Die Studie "Revolving doors and the fossil fuel Industrie" zeigt eine - sagen wir - etwas unglückliche Verquickung von europäischer Politik und fossiler Industrie. Denn die Autoren der Studie nahmen 13 EU-Länder näher unter die Lupe und stellten dabei fest, dass es in mindestens 88 Fällen enge personelle Verbindungen zwischen der fossilen Industrie und der Politik gibt, sogenannte Drehtür-Effekte. Das bedeutet konkret: Politiker wechseln in die Industrie - oder auch umgekehrt.

"Es gibt die Drehtür zwischen Politik und der Lobby für fossile Brennstoffe in ganz Europa", erklärt Max Andersson, Mitglied der grünen Fraktion des Europäischen Parlaments auf der UN-Klimakonferenz in Bonn, die der Vorbereitung der UN-Konferenz in Polen im Dezember dient.
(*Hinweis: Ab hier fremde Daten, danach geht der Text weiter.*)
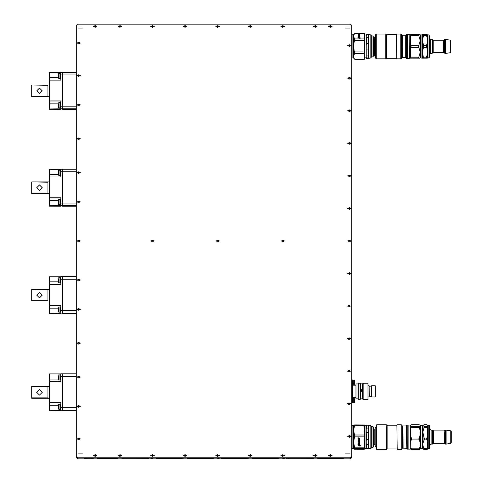 <?xml version="1.0" encoding="UTF-8"?>
<svg xmlns="http://www.w3.org/2000/svg" width="483" height="483" viewBox="0 0 483 483"><rect width="100%" height="100%" fill="white"/><g stroke="black" fill="none" stroke-linecap="round" stroke-linejoin="round"><path stroke-width="0.72" d="M351.769 402.713L352.493 402.713L352.493 379.952L353.013 379.952L353.013 385.192M62.754 109.418L62.754 106.175L62.754 109.418L76.302 109.418L62.754 109.418M60.798 72.365L62.754 72.365L60.798 72.365L60.798 74.919L62.754 74.919L62.754 72.365L62.754 106.175L62.754 74.919L76.302 74.919M60.798 74.919L60.798 80.13L60.798 78.572L60.278 78.572L60.278 73.362L60.798 73.362M58.473 78.198L58.322 74.708M76.302 108.826L60.798 108.826L60.798 106.175L76.302 106.175M60.798 109.418L49.532 109.321L49.532 72.462L60.798 72.462M49.532 96.751L31.691 96.751L31.691 96.377L47.968 96.377L47.968 85.328L31.691 85.032L49.532 85.032M60.798 107.872L60.278 107.872L60.278 102.662L60.798 102.662M58.473 107.498L58.322 104.008M60.798 169.219L62.754 169.219L60.798 169.219L60.798 171.779L62.754 171.779L62.754 169.219L62.754 205.686L62.754 171.779L76.302 171.779M62.754 206.277L62.754 205.686L62.754 206.271L76.302 206.271L62.754 206.271M76.302 205.686L60.798 205.686L60.798 203.029L76.302 203.029M60.798 171.779L60.798 176.983L60.798 175.426L60.278 175.426L60.278 170.215L60.798 170.215M60.798 206.271L49.532 206.175L49.532 169.322L60.798 169.322M49.532 193.611L31.691 193.611L31.691 193.236L47.968 193.236L47.968 182.188L31.691 181.886L49.532 181.886M60.798 204.726L60.278 204.726L60.278 199.515L60.798 199.515M58.473 204.357L58.322 200.862M58.473 175.057L58.322 171.562M60.798 276.656L62.754 276.656L60.798 276.656L60.798 279.21L62.754 279.21L62.754 276.656L62.754 313.117L62.754 279.21L76.302 279.21M62.754 313.709L62.754 313.117L62.754 313.709L76.302 313.709L62.754 313.709M76.302 313.117L60.798 313.117L60.798 310.466L76.302 310.466M60.798 279.21L60.798 284.421L60.798 282.857L60.278 282.857L60.278 277.647L60.798 277.647M60.798 313.709L49.532 313.612L49.532 276.753L60.798 276.753M49.532 301.042L31.691 301.042L31.691 300.668L47.968 300.668L47.968 289.619L31.691 289.323L49.532 289.323M60.798 312.157L60.278 312.157L60.278 306.953L60.798 306.953M58.473 311.789L58.322 308.299M58.473 282.489L58.322 278.999M62.754 410.882L62.754 407.64L62.754 410.882L76.302 410.882L62.754 410.882M60.798 373.83L62.754 373.83L60.798 373.83L60.798 376.384L62.754 376.384L62.754 373.83L62.754 407.64L62.754 376.384L76.302 376.384M60.798 376.384L60.798 381.594L60.798 380.036L60.278 380.036L60.278 374.826L60.798 374.826M58.473 379.662L58.322 376.172M76.302 410.29L60.798 410.29L60.798 407.64L76.302 407.64M60.798 410.882L49.532 410.785L49.532 373.927L60.798 373.927M49.532 398.215L31.691 398.215L31.691 397.847L47.968 397.847L47.968 386.792L31.691 386.497L49.532 386.497M60.798 409.336L60.278 409.336L60.278 404.126L60.798 404.126M58.473 408.962L58.322 405.472M368.366 444.565L368.366 448.526L370.793 448.604L370.793 425.583L368.366 425.173L368.366 444.565L366.488 444.565L366.229 443.165L366.229 448.665L366.229 445.042M368.366 425.173L366.229 425.306L366.229 443.165M364.466 429.145L364.731 425.698L364.731 448.49L366.229 448.749M364.14 424.919L364.14 425.716L354.945 425.716L354.945 424.919L364.466 424.986L364.466 445.042M370.793 448.604L371.306 447.964L371.306 426.67L371.306 447.512L372.997 447.512L372.997 426.67L373.522 427.811L373.522 446.37L372.997 447.512M371.306 447.964L371.306 447.512M364.14 447.192L364.14 448.272L354.945 448.272L354.945 447.192L364.14 447.192L364.466 446.473L364.466 449.196L364.14 449.268L354.383 449.196L353.828 448.858L353.912 443.823L354.383 446.473L354.383 448.345L353.912 448.598M370.793 57.936L370.793 34.915L368.366 34.378L368.366 37.523L366.488 37.523L366.229 36.774L366.229 44.991L366.488 43.446L368.366 43.446L368.366 58.473L370.793 57.936L371.306 56.843L372.997 56.843L372.997 36.002L373.522 37.143L373.522 55.702L372.997 56.843M368.366 34.824L366.488 34.824L366.488 34.378L366.229 36.774M366.229 38.477L366.229 58.214L368.366 58.473M366.229 44.991L366.229 34.77M364.466 38.477L364.466 59.041M368.366 37.523L368.366 43.446M372.997 36.002L371.306 36.002L371.306 56.843M371.306 39.014L371.306 57.296M364.466 33.858L364.14 38.93L364.466 41.345M352.493 398.282L353.013 398.282L353.013 402.81L352.493 402.713M375.418 56.191L375.418 36.654L374.639 37.143L374.639 55.702L375.599 56.191M376.245 58.799L376.245 34.051L375.599 34.704L375.599 58.147L376.245 58.799L385.82 58.799L385.82 34.051L386.666 34.541L386.666 58.31L385.82 58.799M386.666 34.541L396.434 34.541L396.718 58.799L400.799 58.799L400.799 34.051L401.645 34.541L401.645 58.31L400.799 58.799M396.434 34.541L396.718 58.799M401.645 35.289L401.989 35.289L401.989 57.562L401.645 57.562M401.989 35.289L401.989 57.562M402.104 35.356L402.526 35.356L402.526 57.495L405.744 57.562L406.348 58.34L406.571 34.378L406.348 58.34M402.526 35.356L402.641 57.562M407.296 58.473L407.296 34.378L407.296 58.473L406.571 58.473M407.688 58.473L407.688 34.378L407.688 58.473L409.675 58.473L409.807 34.504L409.675 58.473M429.339 35.742L429.339 57.109M445.622 53.426L450.283 52.689L450.283 40.161L445.622 39.425L445.622 53.426L444.318 53.015L444.318 39.829L443.714 40.24L443.714 52.611L444.318 53.015M450.832 41.079L450.832 51.766M375.901 446.86L375.901 427.322L375.116 427.811L375.116 446.37L376.076 446.86M376.728 449.468L376.728 424.72L376.076 425.372L376.076 448.816L376.728 449.468L386.297 449.468L386.297 424.72L387.149 425.209L387.149 448.979L386.297 449.468M387.149 425.209L396.911 425.209L397.195 449.468L401.276 449.468L401.276 424.72L402.122 425.209L402.122 448.979L401.276 449.468M396.911 425.209L397.195 449.468M402.122 425.958L402.466 425.958L402.466 448.23L402.122 448.23M402.466 425.958L402.466 448.23M402.58 426.024L403.009 426.024L403.009 448.164L406.227 448.23L406.451 425.825L406.227 448.23M403.009 426.024L403.118 448.23M407.773 449.142L407.773 425.046L407.773 449.142L407.054 449.142L406.825 425.173L407.054 449.142M408.165 449.142L408.165 425.046L408.165 449.142L410.152 449.142L410.284 425.173L410.152 449.142M429.822 427.763L429.822 446.425M446.099 431.591L446.099 444.094L445.404 444.094L445.404 430.093L446.099 430.093L446.099 431.591M451.309 432.997L451.309 442.301M451.309 431.88L451.309 441.758M354.908 397.569L355.983 397.847M355.983 385.192L352.687 385.192L352.493 397.763M60.278 78.246L59.952 78.572L59.952 73.362L58.473 73.627M59.952 78.572L58.793 78.572L58.793 73.362M60.278 107.546L59.952 107.872L59.952 102.662L58.473 102.927M59.952 107.872L58.793 107.872L58.793 102.662M59.952 199.515L58.793 199.515L58.793 204.726L59.952 204.726L59.952 199.515L60.278 199.841M59.952 170.215L58.793 170.215L58.793 175.426L59.952 175.426L59.952 170.215L60.278 170.541M59.952 306.953L58.793 306.953L58.793 312.157L59.952 312.157L59.952 306.953L60.278 307.273M59.952 277.647L58.793 277.647L58.793 282.857L59.952 282.857L59.952 277.647L60.278 277.973M60.278 379.71L59.952 380.036L59.952 374.826L58.473 375.092M59.952 380.036L58.793 380.036L58.793 374.826M60.278 409.01L59.952 409.336L59.952 404.126L58.473 404.392M59.952 409.336L58.793 409.336L58.793 404.126M366.488 444.565L366.229 448.876L369.634 448.858M364.731 425.698L365.969 425.698L365.969 448.49M366.229 431.379L366.488 439.524L368.366 439.524M366.488 425.173L366.488 428.089L368.366 428.089M373.522 429.115L374.174 429.767L374.174 444.42L375.116 444.42M353.345 425.535L353.345 448.653L352.095 448.653L352.095 425.535L353.912 425.245L353.912 443.823M364.14 425.716L364.466 426.368L364.14 436.898L354.945 436.898L354.945 435.02L354.383 434.368L354.383 437.616L354.945 436.898M353.912 425.245L354.383 424.986L354.383 426.368L354.945 425.716M366.488 37.523L366.488 43.446M365.969 35.03L364.731 35.03L364.731 57.821L365.969 57.821M366.229 57.115L366.488 58.473M373.522 38.447L374.174 39.099L374.174 53.752L374.639 53.752M353.345 34.867L353.345 57.984L352.095 57.984L352.095 34.867L353.912 34.541L353.912 58.31L354.945 59.451L364.14 59.451L364.466 59.125M353.912 37.125L354.383 38.543L353.912 44.267M364.14 33.399L354.945 33.418L364.14 33.399L364.466 33.725M353.912 34.541L354.945 33.418M364.14 53.553L354.945 53.553L354.945 51.904L364.14 51.904L364.466 53.963M354.945 59.451L364.14 59.451M353.912 57.483L354.383 59.125M353.912 48.185L354.383 53.963L354.945 53.553M354.383 38.543L354.945 38.93L354.945 40.548L364.14 40.548M354.558 399.616L354.558 401.488M354.16 402.677L353.339 402.677L353.339 398.415L354.16 398.415L354.16 402.677L354.486 402.387M353.013 380.411L353.339 380.085L353.339 385.192M353.339 380.085L354.16 380.085L354.16 385.192M354.16 380.085L354.558 384.003M402.641 35.289L405.744 35.289L405.744 57.562M405.744 35.289L405.974 57.688M411.027 34.704L411.027 35.645L410.459 36.34L410.465 34.704L418.489 34.704L418.489 35.645L418.948 36.038L420.035 39.86L420.065 58.147L418.489 58.147L418.489 57.199L411.027 57.199L411.027 58.147L418.489 58.147M410.465 36.334L410.465 58.147L409.904 58.147M410.465 44.792L411.027 45.48L411.027 47.37L410.465 48.052M411.027 45.48L418.489 45.48L418.489 47.37L411.027 47.37M418.489 45.48L418.948 45.088L418.948 47.763L420.035 51.584M418.489 57.199L418.948 56.813L418.948 58.147M418.489 34.704L420.065 34.704L420.035 39.86M420.065 34.704L420.494 34.867L420.494 57.984L422.341 58.147M420.494 34.867L421.907 34.867L421.907 57.984M422.371 35.247L422.371 39.86L423.452 36.038L423.452 34.704L422.371 34.704L422.371 35.247M422.371 41.266L422.371 51.584L423.452 47.763L423.452 45.088L422.371 39.86M422.371 52.985L422.371 58.147L423.452 58.147L422.371 51.584M427.763 57.984L427.763 34.867L427.201 34.704L427.201 58.147L429.339 57.658M426.731 58.147L426.163 58.147L426.163 57.199L426.731 56.517L426.731 58.147L427.201 58.147M423.452 56.813L423.911 57.199L423.911 58.147L426.163 58.147M426.731 48.052L426.163 47.37L426.163 45.48L426.731 44.792L427.201 50.588M423.452 45.088L423.911 45.48L423.911 47.37L426.163 47.37M426.731 36.334L426.163 35.645L426.163 34.704L426.731 34.704L427.334 40.566M427.763 34.867L429.019 34.867L429.019 57.984M429.339 38.121L430.643 39.425L430.643 53.426L431.995 53.426L431.995 39.425L432.599 39.829L432.599 53.015L431.995 53.426M432.599 39.829L433.203 40.24L433.203 52.611L443.714 52.611M444.318 39.829L444.921 39.425L444.921 53.426M423.452 34.704L423.911 34.704L423.911 35.645L426.163 35.645M418.948 34.704L418.948 36.038M410.284 425.535L410.447 425.251L410.942 426.181L410.942 449.389L410.284 448.653M410.942 426.181L411.504 426.296L411.504 427.461L410.942 428.198M411.504 426.296L418.966 426.296L418.966 427.461L411.504 427.461M418.966 426.296L419.425 426.229L419.425 427.884L420.512 431.977L420.512 448.84L418.966 449.504L418.966 448.798L411.504 448.798L411.504 449.504L418.966 449.504M420.512 448.84L420.971 448.653L420.971 425.535L420.512 425.342L420.512 431.977M411.504 438.003L411.504 439.868L418.966 439.868L418.966 438.003L411.504 438.003L410.942 437.266M418.966 438.003L419.425 437.58L419.425 440.224L420.512 443.696M418.966 448.798L419.425 448.441L419.425 449.438M420.971 425.535L422.384 425.535L422.384 448.653L420.971 448.653M422.384 425.535L424.394 424.684L426.646 424.684L427.703 425.251L427.678 448.973L429.822 448.327M422.848 425.601L422.848 431.977L423.929 427.884L423.929 426.229L422.848 425.372M422.848 433.48L422.848 443.696L423.929 440.224L423.929 437.58L422.848 431.977M422.848 448.84L423.929 449.438L422.848 444.97L422.848 448.84L422.384 448.653M424.394 448.798L424.394 449.504L426.646 449.504L426.646 448.798L423.929 448.441M426.646 448.798L427.207 448.176L427.207 449.389L427.678 448.973M427.703 425.251L428.24 425.535L428.24 448.653M427.207 440.496L426.646 439.868L426.646 438.003L427.207 437.266L427.678 442.796M423.929 437.58L424.394 438.003L424.394 439.868L426.646 439.868M427.207 428.198L426.646 427.461L426.646 426.296L427.207 426.181L427.678 430.914M423.929 426.229L424.394 426.296L424.394 427.461L426.646 427.461M428.24 425.535L429.496 425.535L429.496 448.653M432.472 430.093L432.472 444.094L433.076 443.684L433.076 430.498L431.12 430.093L431.12 444.094L429.822 445.398M433.076 430.498L433.68 430.908L433.68 443.279L433.076 443.684M433.68 430.908L444.197 430.908L444.197 443.279L433.68 443.279M444.801 432.207L444.801 443.684L444.197 443.279M446.099 430.093L450.76 430.83L450.76 443.358L446.099 444.094M323.64 458.168L334.314 458.168M432.599 53.015L433.203 52.611M328.977 458.439L337.116 458.282L320.839 458.282L328.977 458.439M217.616 458.119L219.246 458.089L217.616 458.119M152.495 458.119L150.865 458.089L152.495 458.119M152.495 458.608L150.865 458.578L152.495 458.608M217.616 458.608L219.246 458.578L217.616 458.608M282.736 458.608L284.366 458.578L282.736 458.608M282.736 458.119L284.366 458.089L282.736 458.119M328.977 458.488L317.253 458.47L319.209 458.729L343.956 458.693L343.956 457.95L317.253 457.95L339.724 458.282L328.977 458.488M76.302 25.478L76.302 456.513L77.6 457.818L350.465 457.818L351.769 456.513L351.769 25.454L350.465 24.15L77.6 24.15L76.302 25.454L76.302 456.489L77.6 457.793L350.465 457.793L351.769 456.489L351.769 457.522L350.465 458.826L351.769 457.522L351.769 450.591M77.6 457.793L77.6 458.85L76.302 457.546L77.6 458.826L76.302 457.522L76.302 456.513L77.6 457.818L350.465 457.818L351.769 456.513M117.979 457.95L97.137 457.95L97.137 458.693L117.979 458.693L117.979 457.95M91.275 458.729L93.231 458.693L93.231 457.95L84.114 457.95L84.114 458.693L91.275 458.729L91.275 457.914M123.841 457.914L121.885 457.95L121.885 458.693L148.583 458.693L148.583 457.95L123.841 457.914L123.841 458.729M183.099 457.95L156.401 457.95L156.401 458.693L183.099 458.693L183.099 457.95M213.709 457.95L187.006 457.95L187.006 458.693L213.709 458.693L213.709 457.95M221.522 458.693L248.226 458.693L248.226 457.95L221.522 457.95L221.522 458.693M278.83 457.95L252.132 457.95L252.132 458.693L278.83 458.693L278.83 457.95M288.599 457.914L286.648 457.95L286.648 458.693L313.346 458.693L313.346 457.95L288.599 457.914L288.599 458.729M77.6 458.85L350.465 458.85L77.6 458.826L350.465 458.826L350.465 457.793M350.465 458.85L351.769 457.522M351.769 412.373L351.769 411.196M351.769 298.065L351.769 296.888M351.769 275.642L351.769 272.472M351.769 243.082L351.769 239.918M351.769 210.528L351.769 207.358M351.769 177.973L351.769 174.804M351.769 145.419L351.769 142.25M351.769 112.859L351.769 109.695M351.769 80.305L351.769 77.135M313.509 26.426L317.09 26.426L313.509 26.426M248.389 26.426L251.969 26.426L248.389 26.426M215.823 26.426L219.409 26.426L215.823 26.426M183.262 26.426L186.843 26.426L183.262 26.426M150.702 26.426L154.282 26.426L150.702 26.426M118.142 26.426L121.722 26.426L118.142 26.426M76.785 43.035L80.371 43.035L76.785 43.035M76.785 75.59L80.371 75.59L76.785 75.59M76.785 104.889L80.371 104.889L76.785 104.889M76.785 138.748L80.371 138.748L76.785 138.748M76.785 172.606L80.371 172.606L76.785 172.606M76.785 201.906L80.371 201.906L76.785 201.906M76.785 240.969L80.371 240.969L76.785 240.969M76.785 280.037L80.371 280.037L76.785 280.037M76.785 309.337L80.371 309.337L76.785 309.337M76.785 343.196L80.371 343.196L76.785 343.196M76.785 377.054L80.371 377.054L76.785 377.054M76.785 406.354L80.371 406.354L76.785 406.354M76.785 438.908L80.371 438.908L76.785 438.908M118.142 455.511L121.722 455.511L118.142 455.511M150.702 455.511L154.282 455.511L150.702 455.511M183.262 455.511L186.843 455.511L183.262 455.511M215.823 455.511L219.409 455.511L215.823 455.511M248.389 455.517L251.969 455.517M280.949 455.511L284.529 455.511L280.949 455.511M313.509 455.511L317.09 455.511L313.509 455.511M347.7 436.306L351.28 436.306L347.7 436.306M347.241 403.752L350.827 403.752L347.241 403.752M347.241 371.192L350.827 371.192L347.241 371.192M347.241 338.643L350.827 338.637M347.241 306.083L350.827 306.083M347.7 240.969L351.28 240.969L347.7 240.969M347.7 273.529L351.28 273.529L347.7 273.529M347.7 175.86L351.28 175.86L347.7 175.86M347.7 208.415L351.28 208.415L347.7 208.415M347.7 110.746L351.28 110.746L347.7 110.746M347.7 143.306L351.28 143.306L347.7 143.306M347.7 45.637L351.28 45.637L347.7 45.637M347.7 78.192L351.28 78.192L347.7 78.192M150.702 240.969L154.282 240.969L150.702 240.969M215.823 240.969L219.409 240.969L215.823 240.969M280.949 240.969L284.529 240.969L280.949 240.969M280.949 26.426L284.529 26.426L280.949 26.426M328.488 26.426L332.069 26.426L328.488 26.426M93.394 26.426L96.974 26.426L93.394 26.426M93.394 455.511L96.974 455.511L93.394 455.511M328.488 455.511L332.069 455.511L328.488 455.511M77.926 453.887L82.484 453.899M345.58 453.887L350.139 453.899M77.926 28.056L82.484 28.056L77.926 28.056M345.58 28.056L350.139 28.056L345.58 28.056M251.969 455.511L248.389 455.511L251.969 455.511M350.139 28.068L345.58 28.068M82.484 28.068L77.926 28.068M351.769 380.012L352.493 380.012L351.769 380M58.298 76.845L58.304 74.865M58.292 75.082L58.304 75.414M58.304 75.964L58.304 76.513M60.798 108.826L49.532 108.929M49.532 100.965L60.798 100.965L60.798 106.175M49.532 80.13L60.798 80.13M36.738 90.889L39.503 88.16L42.275 90.889M39.503 88.087L36.738 90.852L39.503 93.624L42.275 90.852L39.503 88.087M31.691 96.377L31.691 85.328M58.298 106.145L58.304 104.165M58.292 104.382L58.304 104.714M58.304 105.264L58.304 105.813M60.798 205.686L49.532 205.782M49.532 197.819L60.798 197.819L60.798 203.029M49.532 176.983L60.798 176.983M39.503 184.941L36.738 187.712L39.503 190.477L42.275 187.712L39.503 184.941M36.738 187.748L39.503 185.019L42.275 187.748M31.691 193.236L31.691 182.188M58.298 202.999L58.304 201.574M58.304 202.123L58.304 202.673M58.298 173.699L58.304 172.268M58.304 172.823L58.304 173.373M60.798 313.117L49.532 313.213M49.532 305.256L60.798 305.256L60.798 310.466M49.532 284.421L60.798 284.421M39.503 292.378L36.738 295.143L39.503 297.914L42.275 295.143L39.503 292.378M36.738 295.179L39.503 292.45L42.275 295.179M31.691 300.668L31.691 289.619M58.298 310.436L58.304 309.005M58.304 309.555L58.304 310.104M58.298 281.136L58.304 279.705M58.304 280.255L58.304 280.804M58.298 378.31L58.304 376.329M58.304 377.428L58.304 377.978M58.292 376.553L58.304 376.879M60.798 410.29L49.532 410.393M49.532 402.43L60.798 402.43L60.798 407.64M49.532 381.594L60.798 381.594M36.738 392.359L39.503 389.624L42.275 392.359M39.503 389.552L36.738 392.323L39.503 395.088L42.275 392.323L39.503 389.552M31.691 397.847L31.691 386.792M58.298 407.61L58.304 405.629M58.292 405.853L58.304 406.179M58.304 406.728L58.304 407.278M366.488 448.526L368.366 448.526M366.488 439.524L366.229 440.925M368.366 432.647L366.488 432.647M366.488 428.089L366.229 429.351M357.897 444.674L358.434 445.652L359.781 445.048L359.672 446.063L360.034 446.244L360.3 445.537L359.901 444.529L359.901 438.262L358.615 437.846L358.615 438.232L359.889 438.636L359.648 439.119L358.615 438.793L358.615 439.174L359.883 439.578L359.883 439.959L358.627 439.711L358.615 440.502L359.883 440.907L359.883 441.359L358.609 440.744L359.642 441.613L358.609 441.534L358.609 441.897L359.883 441.987L359.883 442.313L358.627 442.362L358.434 442.929L359.883 443.937L358.615 443.177L358.615 444.294L358.893 444.01L359.883 444.517L358.464 445.109L358.096 444.01L357.897 444.674M357.988 442.893L358.44 442.971M358.446 442.277L357.988 442.205M358.609 440.744L359.642 441.649M357.891 444.771L358.374 445.616L359.545 444.958L359.92 445.38M354.383 437.616L353.912 440.267M354.945 447.192L354.383 446.473M364.466 446.473L364.14 436.898M354.383 426.368L353.912 428.759M353.912 431.971L354.383 434.368M354.945 435.02L364.14 435.02M354.945 424.919L354.383 424.986M364.14 448.272L364.466 448.345M354.383 448.345L354.945 448.272M358.259 444.71L358.44 444.167M358.615 443.177L358.615 444.282L359.883 444.324M359.883 443.69L358.434 442.947M358.609 441.534L358.609 441.885L359.811 442.066M358.615 439.808L358.615 440.484L359.883 440.907M358.615 438.793L358.615 439.162L359.883 439.578M359.889 438.624L358.615 438.214M359.901 441.414L359.901 438.262M359.678 446.05L360.034 446.232L360.306 445.314M359.123 440.303L359.014 439.898L358.845 440.224M359.328 442.694L358.869 442.712L359.328 443.014L358.869 442.724M359.642 440.224L359.364 440.055M359.883 442.688L359.883 443.358L359.618 442.7M368.366 49.006L366.488 49.006M366.488 34.824L366.229 35.573M368.366 57.906L366.488 57.906M366.488 55.044L368.366 55.044M357.897 37.614L358.501 38.115L359.75 37.771L360.034 38.423L360.3 38.042L359.757 37.469L358.501 37.819L358.096 37.227L357.891 37.656M359.883 37.396L359.901 34.148L358.615 33.925L359.889 34.353L358.615 34.432L359.883 34.854L358.64 34.903L358.615 35.35L359.883 35.808L358.609 35.482L359.642 35.941L358.609 36.098L359.883 36.322L358.434 36.648L359.883 37.191L358.615 36.78L358.615 37.378L359.883 37.396M358.38 36.738L357.988 36.636L358.38 36.738M359.563 36.038L358.609 36.098M359.883 35.054L358.615 35.005M354.383 33.804L353.912 35.223M354.945 38.93L364.14 38.93M364.14 33.418L364.466 33.804M354.383 41.345L354.945 40.548M354.945 51.904L354.383 51.107M364.466 51.107L364.14 51.904M354.383 53.963L353.912 55.467M354.945 59.397L354.383 58.986M364.466 58.986L364.14 59.397M358.084 37.269L357.903 37.547M358.422 37.336L358.096 37.227M360.306 37.952L359.757 37.499L358.259 37.602M359.883 37.191L358.615 36.811L358.615 37.378M359.883 36.322L358.609 36.63M359.932 36.02L358.609 35.688M359.889 34.42L358.615 34.637M359.901 34.178L358.615 34.13M359.895 38.103L359.696 38.332M358.869 36.539L359.328 36.69M359.618 36.786L359.883 36.521L359.883 36.877M324.051 458.162L324.751 458.15M333.204 458.15L333.898 458.162M330.281 27.344L331.09 26.806L331.09 26.052L330.143 25.587L329.466 26.052L329.466 26.806L330.281 27.344M331.09 26.813L330.946 26.426M329.611 26.426L329.466 26.813M331.09 26.058L330.414 25.599L329.466 26.058M354.546 399.326L354.558 400.25M354.546 400.546L354.546 401.765M354.546 381.383L354.558 382.536M354.546 382.295L354.558 381.92M354.546 380.996L354.486 380.369M354.552 382.639L354.558 383.387M354.558 400.232L354.546 400.534M354.546 401.246L354.558 400.866M354.546 399.942L354.16 399.03L353.013 399.356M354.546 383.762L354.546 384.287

Europaparlamentarier Max Andersson bei der Klimakonferenz in Bonn
EU-Abgeordneter Max Andersson erklärt in Bonn die StudieBild: DW/G. Rueter

Andersson, der zusammen mit seinen Fraktionskollegen die Studie in Auftrag gegeben hat, spricht von einer systematischen und damit auch gefährlichen Verzahnung im Klimaprozess. "Die fossile Industrie hat ein enormes wirtschaftliches Interesse an der Verzögerung des Klimaschutzes und diese Drehtür zwischen Politik und fossiler Lobby ist ein ernster Grund zur Besorgnis", so Andersson.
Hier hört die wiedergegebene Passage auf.